NEW YORK – Bart Darling, his hair cropped close to his skull and his motorcycle club’s colors on his back, explained the prerequisites for Hells Angels membership: Respect is earned, not given. Bad boys are welcomed, not rejected. And one last thing:
“We don’t beat up freaking women.”
The neighborhood around the Angels’ Manhattan headquarters, long a flashpoint for controversy, was buzzing again this week after a brutally beaten woman was found outside the club’s front door. But while police and local residents malign the notorious motorcycle gang, the Angels insist they’re the victims.

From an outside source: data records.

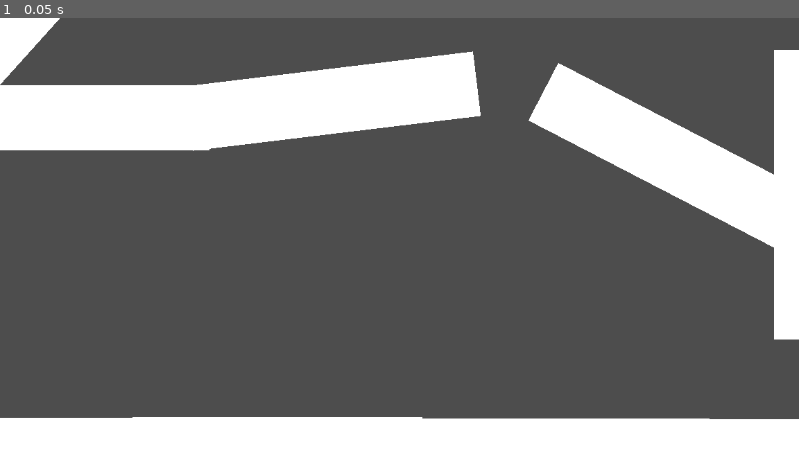
Above: before the commit, frame 1.
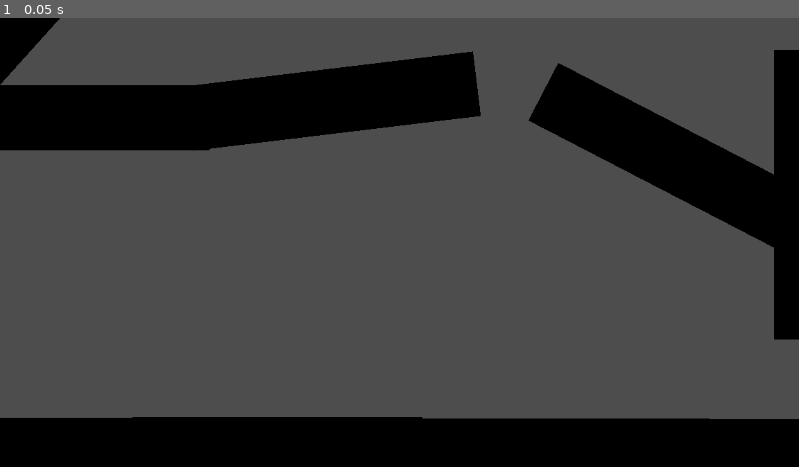
Above: after the commit, the same moment.

Repository: 6thAce/Lighting
Game: Godot game, scene res://scene.tscn
The game is run twice, just before and just after one commit, with the same random seed, the same clock (stepped at 60 frames per second) and the same inputs. The project has no main scene, so this scene is started directly. The engine's default icon, where the game draws it, is replaced by a stand-in: a white triangle on a blue panel in a dark square.
Inputs:
- Up to frame 1 (0.05 s): no input

The runs differ from the first frame. In frame 1, 27% of the frame differs, in the area x 0-100%, y 0-100%.

Commit message:
Lightpointer added

Diff:
--- a/scene.tscn
+++ b/scene.tscn
@@ -10,6 +10,11 @@
 
 [sub_resource type="OccluderPolygon2D" id="OccluderPolygon2D_3253y"]
 polygon = PackedVector2Array(760, 148, 804, 65, 1114, 226, 1115, 46, 1210, 47, 1211, 465, 1114, 465, 1116, 330)
+
+[sub_resource type="Gradient" id="Gradient_ulcgi"]
+
+[sub_resource type="GradientTexture2D" id="GradientTexture2D_nxogm"]
+gradient = SubResource("Gradient_ulcgi")
 
 [node name="Scene" type="Node2D"]
 
@@ -26,3 +31,11 @@
 
 [node name="LightOccluder2D3" type="LightOccluder2D" parent="LightOccluder"]
 occluder = SubResource("OccluderPolygon2D_3253y")
+
+[node name="PointLight2D" type="PointLight2D" parent="."]
+position = Vector2(470, 420)
+scale = Vector2(5.49582, 3.82708)
+blend_mode = 2
+shadow_enabled = true
+texture = SubResource("GradientTexture2D_nxogm")
+texture_scale = 4.33
--- a/tile.tscn
+++ b/tile.tscn
@@ -9,6 +9,7 @@
 [node name="tile" type="Node2D"]
 
 [node name="Sprite2D" type="Sprite2D" parent="."]
+modulate = Color(0, 0, 0, 1)
 position = Vector2(125, 2.28882e-05)
 scale = Vector2(418, 93.6586)
 texture = SubResource("CanvasTexture_vx4y2")
Not shown: 1 places in scene.tscn that only renumber resources

“They’re trying to put a bad jacket on us,” said club member Brendan Manning after New York police in riot gear stormed the Angels’ headquarters. “They’re trying to say we’re women-beaters. That’s not our trip. … They took something and made a big mountain out of an unfortunate thing.”

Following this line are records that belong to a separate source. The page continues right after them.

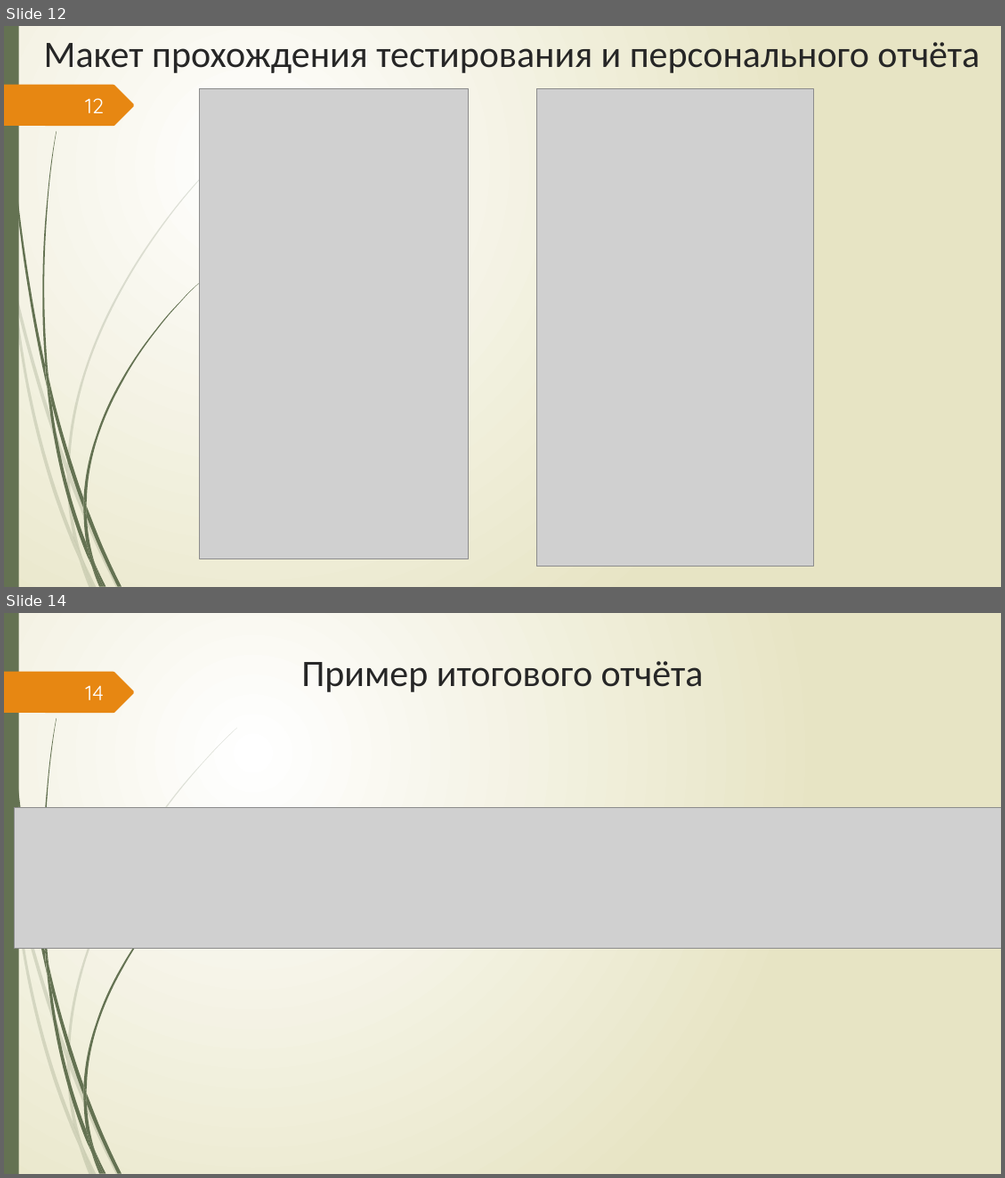
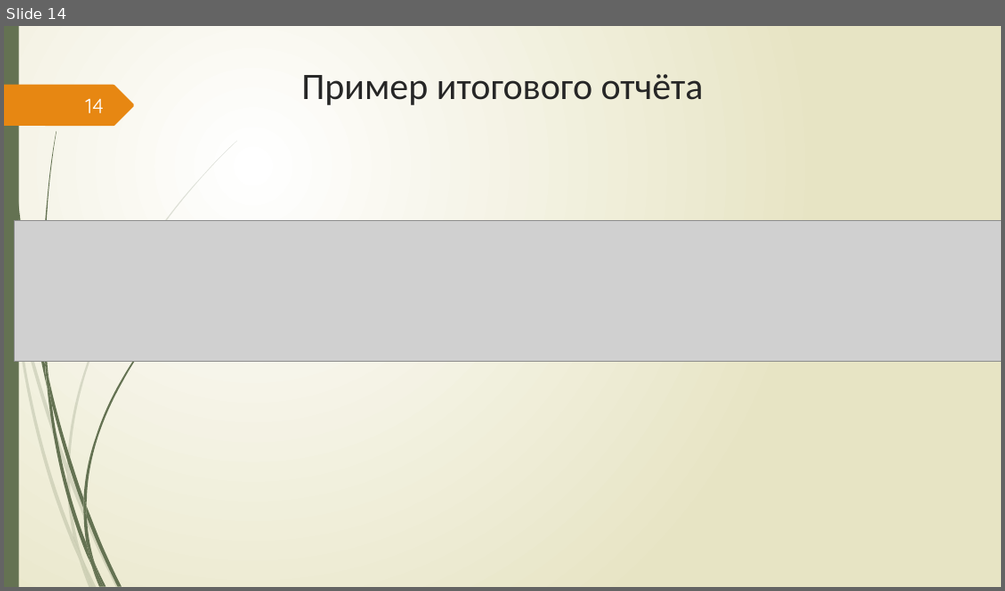
Before and after one commit to Csar9000/Quality-of-life-assessment-system, a slide deck: Документы/Презентация ВКР.pptx. Shown one above the other, each under a label of ours: slides 12 and 14 before the commit, slide 14 after it; the slides between them are not shown. The pictures are 1005x1178 and 1005x591 pixels, drawn with LibreOffice and Linux fonts; fonts in the diff are those of the drawing; grey boxes stand for pictures. Boxes give left, top, right and bottom in pixels: in the first picture for what was removed or moved away, otherwise in the second. Text is boxed around its words. In the diff, an @@ line names an element or a change of style, - is before the commit and + after.

```diff
--- a/Документы/Презентация ВКР.pptx
+++ b/Документы/Презентация ВКР.pptx
@@ slide 12 removed at box(4, 26, 1001, 587), background gradient #FFFFFF to #E8E6C4; not listed: 24 template elements that a slide beside it also shows @@
@@ title removed at box(44, 42, 979, 73) @@
-Макет прохождения тестирования и персонального отчёта
@@ page number removed at box(85, 98, 104, 113) @@
-12
@@ picture removed at box(200, 88, 469, 558) @@
@@ picture removed at box(536, 89, 813, 566) @@
```
Also in this commit, not shown: 6 slides changed, 2 slides added, 2 other slides removed, 1 other file.

The unfortunate thing happened to Roberta Shalaby, 52, of the Brooklyn borough, who was found unconscious outside the motorcycle club’s E. Third Street headquarters. Police arrested and released one of the Angels, who now plans a civil rights lawsuit against the NYPD.
That may sound absurd, but the Angels have collected more than $800,000 in the last seven years from lawsuits against the city.
A 1999 settlement over the police’s failure to obey a search warrant provided the Angels with a $565,000 windfall, while a September 2001 settlement of $247,000 came after police conducted a warrantless search of the group’s headquarters.